WORK INSTRUCTIONS:
Where a picture appears, leave it out; copy everything else in the records exactly.

[[ RECORDS FOR THIS TASK, beginning ]]

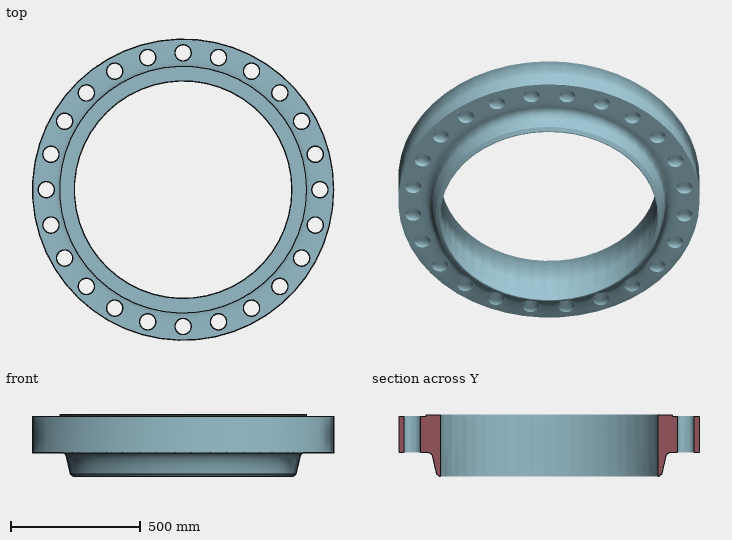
import cadquery as cq

flange_diameter = 1162.0
bore_diameter = 838.0
total_height = 239.0

face_diameter = 952.0
face_height = 7.0
flange_thickness = 141.0

hub_top_diameter = 909.0
hub_taper_end_diameter = 872.0
hub_tip_diameter = 846.0
hub_bevel_height = 10.0
hub_fillet_radius = 16.0

bolt_count = 24
bolt_circle_diameter = 1055.0
bolt_hole_diameter = 62.0

flange_top = total_height - face_height
flange_bottom = flange_top - flange_thickness


def flange_body():
    """Revolve the half section about Z, then round the root of the hub."""
    section = [
        (bore_diameter / 2, 0),
        (hub_tip_diameter / 2, 0),
        (hub_taper_end_diameter / 2, hub_bevel_height),
        (hub_top_diameter / 2, flange_bottom),
        (flange_diameter / 2, flange_bottom),
        (flange_diameter / 2, flange_top),
        (face_diameter / 2, flange_top),
        (face_diameter / 2, total_height),
        (bore_diameter / 2, total_height),
    ]
    body = cq.Workplane("XZ").polyline(section).close().revolve(360, (0, 0), (0, 1))
    hub_root = cq.selectors.RadiusNthSelector(3)
    return body.edges("%CIRCLE").edges(hub_root).fillet(hub_fillet_radius)


def bolt_holes():
    """Cylinders spaced evenly on the bolt circle, the first one on the X axis."""
    return (
        cq.Workplane("XY")
        .polarArray(bolt_circle_diameter / 2, 0, 360, bolt_count)
        .circle(bolt_hole_diameter / 2)
        .extrude(total_height)
    )


result = flange_body().cut(bolt_holes())

[[ RECORDS FOR THIS TASK, end ]]

EXERCISE SOLUTION:
import cadquery as cq

flange_diameter = 1162.0
bore_diameter = 838.0
total_height = 239.0

face_diameter = 952.0
face_height = 7.0
flange_thickness = 141.0

hub_top_diameter = 909.0
hub_taper_end_diameter = 872.0
hub_tip_diameter = 846.0
hub_bevel_height = 10.0
hub_fillet_radius = 16.0

bolt_count = 24
bolt_circle_diameter = 1055.0
bolt_hole_diameter = 62.0

flange_top = total_height - face_height
flange_bottom = flange_top - flange_thickness


def flange_body():
    """Revolve the half section about Z, then round the root of the hub."""
    section = [
        (bore_diameter / 2, 0),
        (hub_tip_diameter / 2, 0),
        (hub_taper_end_diameter / 2, hub_bevel_height),
        (hub_top_diameter / 2, flange_bottom),
        (flange_diameter / 2, flange_bottom),
        (flange_diameter / 2, flange_top),
        (face_diameter / 2, flange_top),
        (face_diameter / 2, total_height),
        (bore_diameter / 2, total_height),
    ]
    body = cq.Workplane("XZ").polyline(section).close().revolve(360, (0, 0), (0, 1))
    hub_root = cq.selectors.RadiusNthSelector(3)
    return body.edges("%CIRCLE").edges(hub_root).fillet(hub_fillet_radius)


def bolt_holes():
    """Cylinders spaced evenly on the bolt circle, the first one on the X axis."""
    return (
        cq.Workplane("XY")
        .polarArray(bolt_circle_diameter / 2, 0, 360, bolt_count)
        .circle(bolt_hole_diameter / 2)
        .extrude(total_height)
    )


result = flange_body().cut(bolt_holes())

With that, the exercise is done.